In the images taken in a natural environment, the number and density of litchi differ greatly. It is easier to identify the litchi that are larger and clearly imaged. However, for images containing a large number of litchi, the detection is more difficult because the branches and leaves are obscured and the fruit are stuck together. The test set was divided into two gradients according to the number of fruit in the image. The gradients were less than 100 and more than 100. The correct rates of the two recognition models were compared separately. The image detection results are shown in Table 5.

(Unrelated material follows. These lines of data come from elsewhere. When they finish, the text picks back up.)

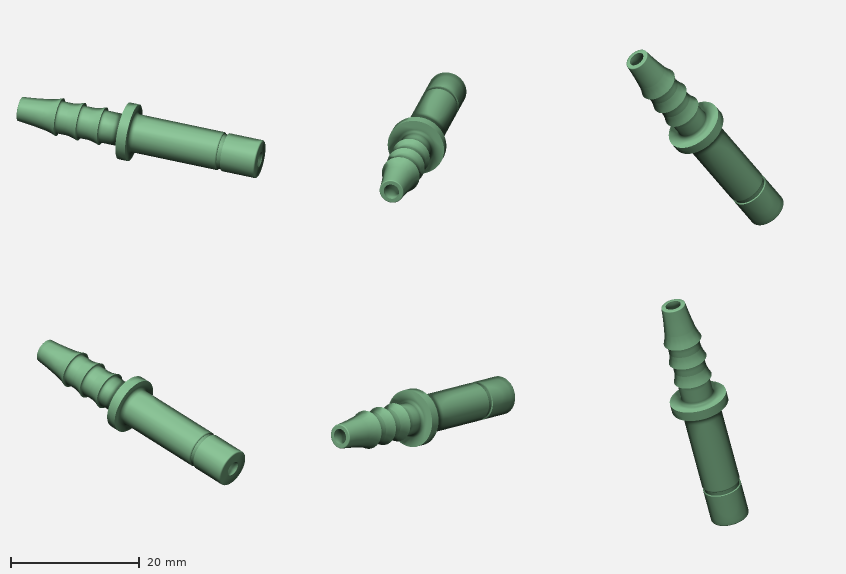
import cadquery as cq
import math

total_length = 39.1
bore_radius = 1.2

neck_radius = 2.55
barb_radius = 3.0
barb_pitch = 3.5
barb_count = 3
barb_length = 1.88
first_barb_x = 6.45
barb_sag = 0.08
barb_root_fillet = 0.25

nose_length = 4.3
nose_end_radius = 2.42
tip_radius = 1.9
tip_fillet = 0.15
nose_sag = 0.05

collar_radius = 4.5
collar_x = 16.95
collar_width = 1.55
collar_fillet = 0.45

stem_radius = barb_radius
groove_depth = 0.27
groove_start = 32.85
groove_end = 33.55
stem_edge_fillet = 0.25

diagonal = math.sqrt(0.5)


def hollow_flank(profile, start, end, sag):
    """Draw a slightly concave arc between two (x, radius) points."""
    run = end[0] - start[0]
    rise = end[1] - start[1]
    length = math.hypot(run, rise)
    middle = (
        (start[0] + end[0]) / 2 + sag * rise / length,
        (start[1] + end[1]) / 2 - sag * run / length,
    )
    return profile.threePointArc(middle, end)


def quarter_arc(profile, center, radius, x_side, radial_side, end):
    """Draw a quarter circle through the given quadrant of its center."""
    middle = (
        center[0] + x_side * radius * diagonal,
        center[1] + radial_side * radius * diagonal,
    )
    return profile.threePointArc(middle, end)


def barb_back(profile, barb_x):
    """Drop from a barb's edge to the neck through a root fillet."""
    fillet_center = (barb_x + barb_root_fillet, neck_radius + barb_root_fillet)
    profile = profile.lineTo(barb_x, fillet_center[1])
    return quarter_arc(profile, fillet_center, barb_root_fillet, -1, -1, (fillet_center[0], neck_radius))


profile = cq.Workplane("XY").moveTo(0, bore_radius).lineTo(0, tip_radius - tip_fillet)
profile = quarter_arc(
    profile, (tip_fillet, tip_radius - tip_fillet), tip_fillet, -1, 1, (tip_fillet, tip_radius)
)
profile = hollow_flank(profile, (tip_fillet, tip_radius), (nose_length, nose_end_radius), nose_sag)

flank_start = (nose_length, nose_end_radius)
for index in range(barb_count):
    barb_x = first_barb_x + index * barb_pitch
    if index > 0:
        flank_start = (barb_x - barb_length, neck_radius)
        profile = profile.lineTo(*flank_start)
    profile = hollow_flank(profile, flank_start, (barb_x, barb_radius), barb_sag)
    profile = barb_back(profile, barb_x)

collar_end = collar_x + collar_width
front_center = (collar_x - collar_fillet, neck_radius + collar_fillet)
rear_center = (collar_end + collar_fillet, stem_radius + collar_fillet)
profile = profile.lineTo(front_center[0], neck_radius)
profile = quarter_arc(profile, front_center, collar_fillet, 1, -1, (collar_x, front_center[1]))
profile = profile.lineTo(collar_x, collar_radius).lineTo(collar_end, collar_radius)
profile = profile.lineTo(collar_end, rear_center[1])
profile = quarter_arc(profile, rear_center, collar_fillet, -1, -1, (rear_center[0], stem_radius))

groove_radius = stem_radius - groove_depth
edge_center_radius = stem_radius - stem_edge_fillet
for edge_x in (groove_start, total_length):
    edge_center = (edge_x - stem_edge_fillet, edge_center_radius)
    profile = profile.lineTo(edge_center[0], stem_radius)
    profile = quarter_arc(profile, edge_center, stem_edge_fillet, 1, 1, (edge_x, edge_center_radius))
    if edge_x == groove_start:
        profile = profile.lineTo(groove_end, groove_radius).lineTo(groove_end, stem_radius)

profile = profile.lineTo(total_length, bore_radius).close()
result = profile.revolve(360, (0, 0, 0), (1, 0, 0))

As the number of fruit in the image increased, there were more cases of fruit blocking each other and sticking together. Additionally, the more fruit contained in the image, the more complex the background. The litchi in the image were also smaller and blurrier, leading to the features not being easily extracted. In dense scenes, the correct recognition rate of the original YOLOv4 model was greatly reduced. However, the correct recognition rate of the proposed improved model does not change much at any litchi density. The correct rate was 2.88% greater than the YOLOv4 prediction in sparse scenes. The correct rate was 3.55% greater than the YOLOv4 prediction in normal scenes. In dense scenes, the correct rate was 9.41% greater than the YOLOv4 prediction. Thus, the improved model was effective for the detection of a large number of densely distributed targets in a large scene. It also met the demand for real-time detection of litchi fruit in litchi orchards.

4. Conclusions

Intelligent monitoring of litchi orchards based on the IoT and artificial intelligence technology can be used for real-time data collection from litchi fruit trees and of fruit growth, to carry out intelligent planting decisions to increase litchi orchard production by eliminating traditional orchard operations and management practices. These are important developmental direction for litchi orchards. To improve the real-time recognition and detection of litchi fruit, this study proposed an improved Lit-YOLO model based on the deep learning YOLOv4 model. The K-means++ clustering algorithm was first used to obtain the anchor data suitable for the litchi dataset. A 32-fold downsampled network was removed from the original network, and a 4-fold downsampled feature map was produced for predicting small targets. Sliding windows with overlaps were cropped from the original map before being inputted into the model, and they were inputted separately into the model for prediction. Finally, the overlapping prediction frames were filtered using the NMS algorithm. With 400 scene images (320 images in the training set and 80 images in the test set) detected, the improved Lit-YOLO model has a recognition rate of over 91% in both scenes, having more and less numbers of fruit. The model was robust for the detection of densely distributed small targets in large scenes. The recognition of obscured litchi was also more accurate than the original model. Accurate and reliable fruit recognition may provide local information for robotic picking. It also allows for yield prediction and proper marketing planning. The improved methodology of the new model may be applied to the detection of other small fruit with dense distributions in a natural environment.

Data Availability

The litchi detection data used to support the findings of this study have not been made available. Currently, no data were uploaded, and the manuscript data will be updated after acceptance.

Conflicts of Interest

The authors declare no conflicts of interest.

Acknowledgments

This work was supported by grants from the Guangdong Agricultural Research Project and the Agricultural Technology Promotion Project. The project name is litchi automatic picking equipment key components development and testing (no. F21137) and the project by the South China Agricultural University, in conjunction with Guangdong RuoBo Intelligent Co. Ltd. The authors thank Zhen Long Shan Ding village litchi professional cooperative four units to carry out research and test verification.